7. The type of ground truth used:

  • Not specified. For the algorithm (University of Glasgow ECG Algorithm), it is generally understood that such algorithms are developed and validated against expert consensus or clinically confirmed diagnoses, but the details for this submission are absent.

8. The sample size for the training set:

  • Not specified. This refers to the training of the University of Glasgow ECG Algorithm, which is an external component, and its training details are not provided in this 510(k) summary.
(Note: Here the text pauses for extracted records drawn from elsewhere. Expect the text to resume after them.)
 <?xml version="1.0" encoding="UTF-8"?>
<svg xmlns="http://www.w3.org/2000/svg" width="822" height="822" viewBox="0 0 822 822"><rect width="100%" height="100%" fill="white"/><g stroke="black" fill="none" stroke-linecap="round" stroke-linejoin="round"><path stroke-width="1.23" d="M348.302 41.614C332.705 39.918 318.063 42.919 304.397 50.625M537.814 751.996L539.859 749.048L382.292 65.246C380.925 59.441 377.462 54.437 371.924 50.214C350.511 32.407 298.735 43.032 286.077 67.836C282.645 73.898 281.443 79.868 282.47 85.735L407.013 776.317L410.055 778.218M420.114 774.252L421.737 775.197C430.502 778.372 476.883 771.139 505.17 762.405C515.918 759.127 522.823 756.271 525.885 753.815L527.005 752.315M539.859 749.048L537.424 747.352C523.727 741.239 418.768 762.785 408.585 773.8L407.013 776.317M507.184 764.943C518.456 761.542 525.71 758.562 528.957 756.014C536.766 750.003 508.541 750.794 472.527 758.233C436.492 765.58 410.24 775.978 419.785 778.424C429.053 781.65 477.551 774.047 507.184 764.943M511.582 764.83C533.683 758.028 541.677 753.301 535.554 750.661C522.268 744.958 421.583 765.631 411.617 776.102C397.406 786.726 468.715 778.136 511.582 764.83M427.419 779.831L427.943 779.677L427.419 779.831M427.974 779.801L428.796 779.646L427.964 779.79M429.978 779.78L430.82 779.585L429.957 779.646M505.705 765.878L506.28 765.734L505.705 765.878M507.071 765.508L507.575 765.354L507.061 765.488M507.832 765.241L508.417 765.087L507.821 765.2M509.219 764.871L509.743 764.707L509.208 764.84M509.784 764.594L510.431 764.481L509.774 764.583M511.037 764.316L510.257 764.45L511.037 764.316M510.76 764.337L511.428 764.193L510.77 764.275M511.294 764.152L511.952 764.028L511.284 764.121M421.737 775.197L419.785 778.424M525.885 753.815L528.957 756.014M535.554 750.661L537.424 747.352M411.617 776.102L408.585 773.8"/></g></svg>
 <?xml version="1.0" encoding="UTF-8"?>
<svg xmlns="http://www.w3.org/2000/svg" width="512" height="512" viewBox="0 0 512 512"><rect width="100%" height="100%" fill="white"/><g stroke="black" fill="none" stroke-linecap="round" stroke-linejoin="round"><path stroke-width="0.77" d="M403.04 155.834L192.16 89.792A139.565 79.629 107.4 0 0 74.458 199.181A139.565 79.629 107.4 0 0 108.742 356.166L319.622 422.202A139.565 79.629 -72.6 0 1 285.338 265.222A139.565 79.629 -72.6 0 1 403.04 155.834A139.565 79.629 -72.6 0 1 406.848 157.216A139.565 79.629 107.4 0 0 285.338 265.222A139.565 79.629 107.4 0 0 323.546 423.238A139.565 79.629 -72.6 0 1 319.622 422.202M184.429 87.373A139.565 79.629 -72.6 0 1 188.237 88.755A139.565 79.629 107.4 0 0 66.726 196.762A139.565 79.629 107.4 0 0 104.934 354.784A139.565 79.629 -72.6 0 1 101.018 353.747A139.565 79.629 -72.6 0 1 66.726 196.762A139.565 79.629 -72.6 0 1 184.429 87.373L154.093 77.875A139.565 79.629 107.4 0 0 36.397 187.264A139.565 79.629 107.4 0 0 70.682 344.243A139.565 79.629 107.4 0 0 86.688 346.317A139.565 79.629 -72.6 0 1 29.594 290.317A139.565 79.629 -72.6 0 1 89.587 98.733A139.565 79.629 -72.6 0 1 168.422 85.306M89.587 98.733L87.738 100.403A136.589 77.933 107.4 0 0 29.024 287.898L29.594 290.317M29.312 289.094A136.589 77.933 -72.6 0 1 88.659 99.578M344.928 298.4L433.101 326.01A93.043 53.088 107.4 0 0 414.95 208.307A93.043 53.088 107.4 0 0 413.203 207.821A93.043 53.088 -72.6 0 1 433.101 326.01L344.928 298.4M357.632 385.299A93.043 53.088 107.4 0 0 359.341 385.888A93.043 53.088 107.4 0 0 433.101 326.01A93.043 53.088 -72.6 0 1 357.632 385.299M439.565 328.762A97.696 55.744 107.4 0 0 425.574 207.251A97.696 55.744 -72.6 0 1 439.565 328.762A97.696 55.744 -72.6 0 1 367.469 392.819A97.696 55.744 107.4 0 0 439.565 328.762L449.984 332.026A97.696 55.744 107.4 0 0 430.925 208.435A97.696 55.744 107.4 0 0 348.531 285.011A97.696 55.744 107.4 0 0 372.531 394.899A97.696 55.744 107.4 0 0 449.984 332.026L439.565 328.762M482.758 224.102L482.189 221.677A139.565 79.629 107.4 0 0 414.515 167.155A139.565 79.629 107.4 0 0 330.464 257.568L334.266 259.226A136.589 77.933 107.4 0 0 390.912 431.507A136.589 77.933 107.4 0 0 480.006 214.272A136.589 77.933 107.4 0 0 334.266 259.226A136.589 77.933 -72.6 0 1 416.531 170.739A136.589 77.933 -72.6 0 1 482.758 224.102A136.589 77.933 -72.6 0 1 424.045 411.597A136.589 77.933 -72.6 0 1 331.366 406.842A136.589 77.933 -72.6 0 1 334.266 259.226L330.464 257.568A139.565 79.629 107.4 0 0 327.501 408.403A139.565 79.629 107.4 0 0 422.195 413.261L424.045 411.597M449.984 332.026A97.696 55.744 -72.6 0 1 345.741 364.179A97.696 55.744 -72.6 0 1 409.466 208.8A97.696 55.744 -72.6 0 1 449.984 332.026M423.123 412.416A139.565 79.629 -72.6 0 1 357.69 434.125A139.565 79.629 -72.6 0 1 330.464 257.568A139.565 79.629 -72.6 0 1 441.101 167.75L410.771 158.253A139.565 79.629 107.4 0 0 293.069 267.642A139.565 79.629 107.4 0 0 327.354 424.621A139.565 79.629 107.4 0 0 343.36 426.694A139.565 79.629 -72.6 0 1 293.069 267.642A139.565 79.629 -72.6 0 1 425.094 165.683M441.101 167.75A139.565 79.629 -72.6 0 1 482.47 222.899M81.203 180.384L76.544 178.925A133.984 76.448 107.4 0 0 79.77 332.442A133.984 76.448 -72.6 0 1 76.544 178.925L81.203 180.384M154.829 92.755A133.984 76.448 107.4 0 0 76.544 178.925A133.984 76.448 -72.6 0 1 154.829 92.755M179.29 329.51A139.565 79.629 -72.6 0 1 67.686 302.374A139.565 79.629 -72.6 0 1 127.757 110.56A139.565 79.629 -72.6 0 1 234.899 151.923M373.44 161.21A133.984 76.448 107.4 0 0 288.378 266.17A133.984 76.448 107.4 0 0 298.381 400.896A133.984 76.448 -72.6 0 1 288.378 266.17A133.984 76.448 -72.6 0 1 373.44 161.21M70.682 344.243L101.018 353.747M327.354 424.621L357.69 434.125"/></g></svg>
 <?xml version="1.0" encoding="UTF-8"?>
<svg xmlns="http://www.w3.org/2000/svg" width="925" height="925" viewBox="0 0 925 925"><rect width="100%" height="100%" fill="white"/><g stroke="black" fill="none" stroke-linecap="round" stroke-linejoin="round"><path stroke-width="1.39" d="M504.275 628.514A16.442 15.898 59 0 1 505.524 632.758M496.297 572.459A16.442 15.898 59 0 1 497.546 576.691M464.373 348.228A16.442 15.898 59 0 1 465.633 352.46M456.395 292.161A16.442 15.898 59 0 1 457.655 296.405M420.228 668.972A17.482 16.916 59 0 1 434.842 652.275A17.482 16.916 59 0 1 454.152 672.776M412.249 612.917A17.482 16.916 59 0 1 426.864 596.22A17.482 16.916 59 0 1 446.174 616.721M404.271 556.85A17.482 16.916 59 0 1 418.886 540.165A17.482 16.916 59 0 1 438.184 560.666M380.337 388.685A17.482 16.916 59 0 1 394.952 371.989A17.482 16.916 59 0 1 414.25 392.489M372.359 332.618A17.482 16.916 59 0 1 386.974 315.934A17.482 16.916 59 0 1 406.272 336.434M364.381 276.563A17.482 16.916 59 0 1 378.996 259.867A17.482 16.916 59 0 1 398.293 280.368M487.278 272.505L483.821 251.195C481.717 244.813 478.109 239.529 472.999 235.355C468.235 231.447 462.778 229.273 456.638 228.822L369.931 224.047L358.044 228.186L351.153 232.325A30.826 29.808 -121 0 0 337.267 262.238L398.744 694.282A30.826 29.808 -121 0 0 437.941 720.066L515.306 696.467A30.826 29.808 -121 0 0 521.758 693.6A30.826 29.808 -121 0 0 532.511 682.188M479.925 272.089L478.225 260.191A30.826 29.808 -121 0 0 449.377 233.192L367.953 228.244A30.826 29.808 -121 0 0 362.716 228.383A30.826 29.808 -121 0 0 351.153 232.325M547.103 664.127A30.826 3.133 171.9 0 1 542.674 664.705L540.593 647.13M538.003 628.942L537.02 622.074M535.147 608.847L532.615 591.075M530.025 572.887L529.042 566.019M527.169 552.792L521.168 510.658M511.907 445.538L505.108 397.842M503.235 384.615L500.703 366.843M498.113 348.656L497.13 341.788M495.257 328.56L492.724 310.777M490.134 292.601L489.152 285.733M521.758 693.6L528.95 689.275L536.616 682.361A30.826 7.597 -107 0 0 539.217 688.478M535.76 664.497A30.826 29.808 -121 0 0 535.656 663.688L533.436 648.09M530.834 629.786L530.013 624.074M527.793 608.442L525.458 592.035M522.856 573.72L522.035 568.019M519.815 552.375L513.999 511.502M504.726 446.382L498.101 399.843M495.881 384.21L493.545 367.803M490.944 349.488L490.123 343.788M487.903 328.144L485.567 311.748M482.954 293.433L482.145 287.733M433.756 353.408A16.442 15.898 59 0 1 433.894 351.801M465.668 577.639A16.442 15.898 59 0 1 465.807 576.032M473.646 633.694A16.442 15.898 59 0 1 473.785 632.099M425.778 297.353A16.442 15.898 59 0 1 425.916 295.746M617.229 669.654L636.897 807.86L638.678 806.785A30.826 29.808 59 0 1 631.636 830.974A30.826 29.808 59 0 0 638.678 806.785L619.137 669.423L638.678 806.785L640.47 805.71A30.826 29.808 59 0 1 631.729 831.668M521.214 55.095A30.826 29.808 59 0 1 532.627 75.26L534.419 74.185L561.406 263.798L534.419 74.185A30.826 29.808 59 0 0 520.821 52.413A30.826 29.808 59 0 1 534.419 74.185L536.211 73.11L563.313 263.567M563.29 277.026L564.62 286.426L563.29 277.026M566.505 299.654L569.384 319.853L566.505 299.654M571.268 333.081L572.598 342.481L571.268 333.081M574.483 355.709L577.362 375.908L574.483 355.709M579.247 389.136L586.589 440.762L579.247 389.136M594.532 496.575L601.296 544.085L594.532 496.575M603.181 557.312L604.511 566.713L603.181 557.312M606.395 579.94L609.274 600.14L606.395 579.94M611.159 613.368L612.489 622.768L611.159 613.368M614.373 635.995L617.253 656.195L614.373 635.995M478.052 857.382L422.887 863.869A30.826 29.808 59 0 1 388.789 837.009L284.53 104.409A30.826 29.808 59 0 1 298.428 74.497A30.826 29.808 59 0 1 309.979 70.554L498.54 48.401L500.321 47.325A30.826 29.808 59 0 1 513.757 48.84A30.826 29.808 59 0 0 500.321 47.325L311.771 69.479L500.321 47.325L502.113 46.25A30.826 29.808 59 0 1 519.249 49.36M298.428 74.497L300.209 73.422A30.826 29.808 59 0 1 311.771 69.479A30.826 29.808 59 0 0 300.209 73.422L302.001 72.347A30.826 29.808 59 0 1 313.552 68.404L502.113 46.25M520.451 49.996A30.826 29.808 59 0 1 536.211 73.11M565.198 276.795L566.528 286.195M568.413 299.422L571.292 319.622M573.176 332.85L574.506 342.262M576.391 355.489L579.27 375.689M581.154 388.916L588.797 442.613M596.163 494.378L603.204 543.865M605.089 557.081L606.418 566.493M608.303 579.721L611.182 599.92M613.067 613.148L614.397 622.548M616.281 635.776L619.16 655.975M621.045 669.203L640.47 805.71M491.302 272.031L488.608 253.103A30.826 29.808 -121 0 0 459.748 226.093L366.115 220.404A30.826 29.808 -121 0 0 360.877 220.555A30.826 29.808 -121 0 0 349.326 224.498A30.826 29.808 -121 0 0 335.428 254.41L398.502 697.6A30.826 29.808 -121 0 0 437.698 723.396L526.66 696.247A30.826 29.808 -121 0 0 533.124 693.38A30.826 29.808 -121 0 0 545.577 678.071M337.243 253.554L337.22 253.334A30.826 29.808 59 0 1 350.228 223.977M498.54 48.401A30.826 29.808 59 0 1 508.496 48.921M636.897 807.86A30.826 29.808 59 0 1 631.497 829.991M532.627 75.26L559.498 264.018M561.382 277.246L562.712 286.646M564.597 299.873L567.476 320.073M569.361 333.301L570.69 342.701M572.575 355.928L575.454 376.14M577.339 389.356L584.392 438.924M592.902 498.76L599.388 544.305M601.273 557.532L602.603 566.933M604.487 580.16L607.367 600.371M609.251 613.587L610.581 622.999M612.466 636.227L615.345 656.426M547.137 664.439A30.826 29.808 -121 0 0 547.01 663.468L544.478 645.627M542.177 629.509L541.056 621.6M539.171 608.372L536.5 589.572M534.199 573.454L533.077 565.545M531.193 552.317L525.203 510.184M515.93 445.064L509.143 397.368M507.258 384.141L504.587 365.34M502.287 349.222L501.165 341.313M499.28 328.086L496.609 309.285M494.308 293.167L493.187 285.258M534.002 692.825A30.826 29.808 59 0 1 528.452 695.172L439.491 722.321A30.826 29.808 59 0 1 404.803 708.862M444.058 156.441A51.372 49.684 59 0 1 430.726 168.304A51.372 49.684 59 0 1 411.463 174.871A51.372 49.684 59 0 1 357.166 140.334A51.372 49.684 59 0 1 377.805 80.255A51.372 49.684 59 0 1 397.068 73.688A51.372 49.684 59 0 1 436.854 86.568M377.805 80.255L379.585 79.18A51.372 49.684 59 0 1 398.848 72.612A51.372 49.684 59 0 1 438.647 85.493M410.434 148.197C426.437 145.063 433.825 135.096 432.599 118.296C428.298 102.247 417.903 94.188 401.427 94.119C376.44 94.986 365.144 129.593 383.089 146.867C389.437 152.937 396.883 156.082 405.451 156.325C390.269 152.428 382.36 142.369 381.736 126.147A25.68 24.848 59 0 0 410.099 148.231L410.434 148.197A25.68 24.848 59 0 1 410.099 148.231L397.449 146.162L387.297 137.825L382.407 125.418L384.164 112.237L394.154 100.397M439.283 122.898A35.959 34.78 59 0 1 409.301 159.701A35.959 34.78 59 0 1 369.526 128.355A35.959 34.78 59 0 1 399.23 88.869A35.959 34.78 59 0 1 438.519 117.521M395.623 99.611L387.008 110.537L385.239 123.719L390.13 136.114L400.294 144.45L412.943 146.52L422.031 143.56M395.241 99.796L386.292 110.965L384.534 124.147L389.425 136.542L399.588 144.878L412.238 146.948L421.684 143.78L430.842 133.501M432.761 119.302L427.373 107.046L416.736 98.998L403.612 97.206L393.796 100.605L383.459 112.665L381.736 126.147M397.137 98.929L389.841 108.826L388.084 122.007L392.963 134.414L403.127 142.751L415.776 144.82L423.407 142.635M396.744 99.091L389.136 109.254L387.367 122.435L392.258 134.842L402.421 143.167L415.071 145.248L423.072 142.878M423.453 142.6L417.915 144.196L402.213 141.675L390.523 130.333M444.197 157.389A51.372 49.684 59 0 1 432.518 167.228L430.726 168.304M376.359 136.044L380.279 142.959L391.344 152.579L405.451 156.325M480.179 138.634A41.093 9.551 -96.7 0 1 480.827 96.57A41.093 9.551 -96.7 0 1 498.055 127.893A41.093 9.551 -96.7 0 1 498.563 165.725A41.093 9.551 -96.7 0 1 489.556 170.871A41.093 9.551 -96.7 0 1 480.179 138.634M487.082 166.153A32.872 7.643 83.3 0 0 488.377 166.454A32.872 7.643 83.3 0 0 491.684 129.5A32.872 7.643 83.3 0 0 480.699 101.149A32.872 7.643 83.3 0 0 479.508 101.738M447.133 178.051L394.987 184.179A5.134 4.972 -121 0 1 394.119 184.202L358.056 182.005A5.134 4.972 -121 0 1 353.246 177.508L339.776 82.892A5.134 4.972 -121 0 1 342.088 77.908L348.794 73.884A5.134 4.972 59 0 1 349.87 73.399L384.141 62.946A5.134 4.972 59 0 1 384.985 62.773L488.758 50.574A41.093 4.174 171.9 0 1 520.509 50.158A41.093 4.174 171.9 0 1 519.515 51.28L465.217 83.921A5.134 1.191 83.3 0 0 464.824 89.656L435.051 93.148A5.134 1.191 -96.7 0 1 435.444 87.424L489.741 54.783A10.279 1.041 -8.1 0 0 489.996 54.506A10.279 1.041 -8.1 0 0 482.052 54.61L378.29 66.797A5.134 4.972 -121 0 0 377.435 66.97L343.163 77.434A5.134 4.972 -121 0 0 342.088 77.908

9. How the ground truth for the training set was established:

  • Not specified. (Refer to point 8).

Summary of Missing Information:

The provided 510(k) summary is primarily concerned with establishing substantial equivalence to a predicate device and demonstrating software validation according to FDA guidance. It leverages the fact that it uses the same ECG analysis algorithm as the predicate device. It does not contain the detailed performance study data (acceptance criteria, test set characteristics, ground truth establishment, expert involvement, specific performance metrics for diagnostic accuracy) that would be expected for a more modern AI/ML device submission demonstrating algorithmic performance.

§ 870.1425 Programmable diagnostic computer.

(a)
Identification. A programmable diagnostic computer is a device that can be programmed to compute various physiologic or blood flow parameters based on the output from one or more electrodes, transducers, or measuring devices; this device includes any associated commercially supplied programs.(b)
Classification. Class II (performance standards).